DESCRIPTION OF THE TASK: Within the data below, find the string "defense" and return each line where it occurs.

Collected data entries
*** Block opens ***

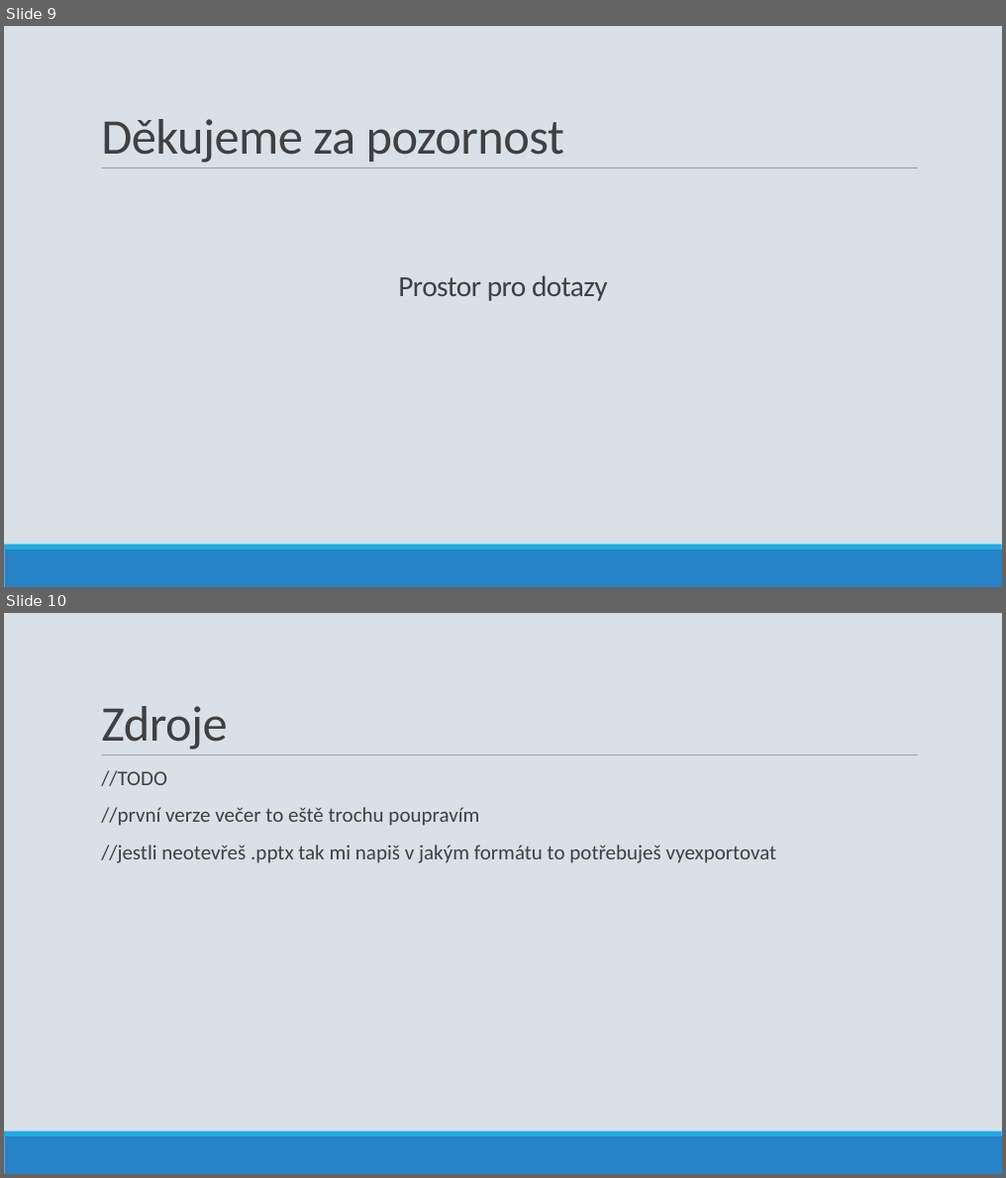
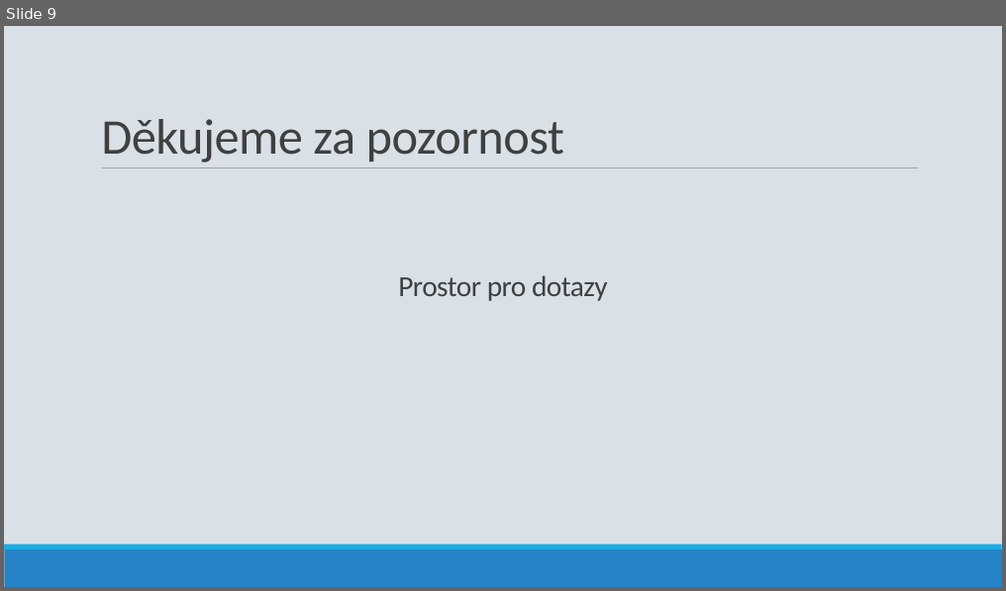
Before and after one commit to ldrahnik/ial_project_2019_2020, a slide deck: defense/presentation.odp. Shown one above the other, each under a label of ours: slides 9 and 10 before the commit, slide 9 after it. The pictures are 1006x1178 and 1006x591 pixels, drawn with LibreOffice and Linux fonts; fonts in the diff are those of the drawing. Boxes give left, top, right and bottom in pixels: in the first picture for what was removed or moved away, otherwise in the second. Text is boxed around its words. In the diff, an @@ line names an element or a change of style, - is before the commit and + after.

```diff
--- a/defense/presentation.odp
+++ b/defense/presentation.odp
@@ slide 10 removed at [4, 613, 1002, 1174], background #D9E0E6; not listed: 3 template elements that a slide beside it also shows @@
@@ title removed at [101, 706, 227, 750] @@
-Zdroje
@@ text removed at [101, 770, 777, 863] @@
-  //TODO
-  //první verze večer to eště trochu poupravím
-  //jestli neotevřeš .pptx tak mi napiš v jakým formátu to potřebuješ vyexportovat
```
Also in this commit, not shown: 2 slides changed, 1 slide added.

*** Block closes ***

YOUR SOLUTION:
Before and after one commit to ldrahnik/ial_project_2019_2020, a slide deck: defense/presentation.odp. Shown one above the other, each under a label of ours: slides 9 and 10 before the commit, slide 9 after it. The pictures are 1006x1178 and 1006x591 pixels, drawn with LibreOffice and Linux fonts; fonts in the diff are those of the drawing. Boxes give left, top, right and bottom in pixels: in the first picture for what was removed or moved away, otherwise in the second. Text is boxed around its words. In the diff, an @@ line names an element or a change of style, - is before the commit and + after.
--- a/defense/presentation.odp
+++ b/defense/presentation.odp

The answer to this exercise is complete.